:: Task requirements ::
Return the following from the records below: each line, word for word, starting with the line that contains "Above: before the" and going on through the line that contains "- Up to frame 1 (0.25 s): no input", with nothing outside that range.

:: Records for this exercise ::

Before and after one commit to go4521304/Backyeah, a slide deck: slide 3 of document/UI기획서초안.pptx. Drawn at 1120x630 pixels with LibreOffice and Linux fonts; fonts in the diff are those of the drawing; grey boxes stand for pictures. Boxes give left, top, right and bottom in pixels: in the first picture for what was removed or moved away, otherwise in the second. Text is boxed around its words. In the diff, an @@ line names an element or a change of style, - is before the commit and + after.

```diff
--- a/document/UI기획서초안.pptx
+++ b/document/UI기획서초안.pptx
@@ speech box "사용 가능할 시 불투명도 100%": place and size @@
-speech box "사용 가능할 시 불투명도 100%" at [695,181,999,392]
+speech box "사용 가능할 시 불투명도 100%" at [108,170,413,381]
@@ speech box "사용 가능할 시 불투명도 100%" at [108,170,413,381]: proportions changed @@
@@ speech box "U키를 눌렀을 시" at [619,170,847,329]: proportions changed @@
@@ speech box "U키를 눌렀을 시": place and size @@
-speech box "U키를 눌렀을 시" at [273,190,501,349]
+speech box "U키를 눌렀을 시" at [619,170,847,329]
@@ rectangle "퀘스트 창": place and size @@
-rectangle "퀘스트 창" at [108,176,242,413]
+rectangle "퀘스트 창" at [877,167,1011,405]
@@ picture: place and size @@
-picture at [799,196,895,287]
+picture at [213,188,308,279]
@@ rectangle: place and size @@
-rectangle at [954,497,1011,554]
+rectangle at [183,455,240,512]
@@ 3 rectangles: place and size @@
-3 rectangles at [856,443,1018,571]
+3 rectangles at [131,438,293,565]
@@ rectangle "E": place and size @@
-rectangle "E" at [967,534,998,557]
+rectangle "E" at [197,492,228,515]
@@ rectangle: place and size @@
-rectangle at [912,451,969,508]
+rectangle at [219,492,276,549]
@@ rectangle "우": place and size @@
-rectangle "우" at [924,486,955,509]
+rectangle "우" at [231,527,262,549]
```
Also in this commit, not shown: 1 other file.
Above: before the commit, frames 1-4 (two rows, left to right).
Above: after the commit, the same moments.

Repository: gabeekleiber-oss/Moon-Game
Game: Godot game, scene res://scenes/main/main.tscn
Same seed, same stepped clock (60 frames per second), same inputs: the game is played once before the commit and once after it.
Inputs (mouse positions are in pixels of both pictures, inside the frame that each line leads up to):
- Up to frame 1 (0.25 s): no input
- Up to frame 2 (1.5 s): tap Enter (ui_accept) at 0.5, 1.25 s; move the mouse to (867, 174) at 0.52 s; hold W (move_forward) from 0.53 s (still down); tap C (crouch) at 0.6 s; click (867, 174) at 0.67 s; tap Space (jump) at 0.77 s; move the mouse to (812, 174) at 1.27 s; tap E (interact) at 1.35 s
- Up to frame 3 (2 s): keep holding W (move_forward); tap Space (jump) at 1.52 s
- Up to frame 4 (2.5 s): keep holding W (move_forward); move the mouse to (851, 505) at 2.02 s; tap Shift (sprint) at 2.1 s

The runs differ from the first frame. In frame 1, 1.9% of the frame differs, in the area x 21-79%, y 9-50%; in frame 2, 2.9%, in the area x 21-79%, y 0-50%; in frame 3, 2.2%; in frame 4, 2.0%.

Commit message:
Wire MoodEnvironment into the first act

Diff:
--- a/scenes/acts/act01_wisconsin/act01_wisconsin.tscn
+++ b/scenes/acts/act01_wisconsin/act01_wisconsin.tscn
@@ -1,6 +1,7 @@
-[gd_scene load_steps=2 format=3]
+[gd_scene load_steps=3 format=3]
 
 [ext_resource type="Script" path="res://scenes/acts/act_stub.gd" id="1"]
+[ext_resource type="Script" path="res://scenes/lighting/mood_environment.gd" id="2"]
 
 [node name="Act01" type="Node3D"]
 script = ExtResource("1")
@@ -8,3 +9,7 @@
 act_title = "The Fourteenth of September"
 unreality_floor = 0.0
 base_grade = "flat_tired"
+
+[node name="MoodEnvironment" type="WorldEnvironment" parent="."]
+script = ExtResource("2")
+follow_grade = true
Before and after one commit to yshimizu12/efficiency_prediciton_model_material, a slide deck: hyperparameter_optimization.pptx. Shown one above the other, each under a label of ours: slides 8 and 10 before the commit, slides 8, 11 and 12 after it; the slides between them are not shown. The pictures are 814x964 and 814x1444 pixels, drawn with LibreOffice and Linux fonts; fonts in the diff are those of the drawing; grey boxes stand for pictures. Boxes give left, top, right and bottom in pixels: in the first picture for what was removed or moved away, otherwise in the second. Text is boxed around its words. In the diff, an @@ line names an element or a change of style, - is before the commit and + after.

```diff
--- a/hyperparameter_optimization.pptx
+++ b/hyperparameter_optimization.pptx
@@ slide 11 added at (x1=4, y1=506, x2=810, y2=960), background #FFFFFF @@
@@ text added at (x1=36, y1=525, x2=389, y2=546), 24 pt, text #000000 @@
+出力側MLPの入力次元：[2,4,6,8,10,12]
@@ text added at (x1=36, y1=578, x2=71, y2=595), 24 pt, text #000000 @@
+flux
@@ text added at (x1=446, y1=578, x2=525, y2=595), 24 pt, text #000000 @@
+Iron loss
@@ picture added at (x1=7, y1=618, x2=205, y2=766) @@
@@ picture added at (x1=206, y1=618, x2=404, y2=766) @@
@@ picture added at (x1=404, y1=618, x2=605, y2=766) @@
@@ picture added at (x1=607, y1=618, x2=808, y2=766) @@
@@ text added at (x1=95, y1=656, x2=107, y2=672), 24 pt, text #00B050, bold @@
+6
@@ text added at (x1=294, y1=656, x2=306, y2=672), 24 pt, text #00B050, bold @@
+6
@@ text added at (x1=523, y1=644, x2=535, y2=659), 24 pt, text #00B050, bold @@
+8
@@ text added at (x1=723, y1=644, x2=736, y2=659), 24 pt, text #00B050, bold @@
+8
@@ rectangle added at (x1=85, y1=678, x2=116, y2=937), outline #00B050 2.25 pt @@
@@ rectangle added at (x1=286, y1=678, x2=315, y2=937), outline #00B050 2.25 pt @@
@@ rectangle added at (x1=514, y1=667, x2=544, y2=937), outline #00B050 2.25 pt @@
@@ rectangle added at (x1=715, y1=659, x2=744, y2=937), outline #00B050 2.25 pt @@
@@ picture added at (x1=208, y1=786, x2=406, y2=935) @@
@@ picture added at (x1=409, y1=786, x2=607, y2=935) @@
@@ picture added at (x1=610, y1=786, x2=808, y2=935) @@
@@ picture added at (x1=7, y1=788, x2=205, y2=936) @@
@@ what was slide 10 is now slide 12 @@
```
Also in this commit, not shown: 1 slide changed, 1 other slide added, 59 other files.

:: Exercise response ::
Above: before the commit, frames 1-4 (two rows, left to right).
Above: after the commit, the same moments.

Repository: gabeekleiber-oss/Moon-Game
Game: Godot game, scene res://scenes/main/main.tscn
Same seed, same stepped clock (60 frames per second), same inputs: the game is played once before the commit and once after it.
Inputs (mouse positions are in pixels of both pictures, inside the frame that each line leads up to):
- Up to frame 1 (0.25 s): no input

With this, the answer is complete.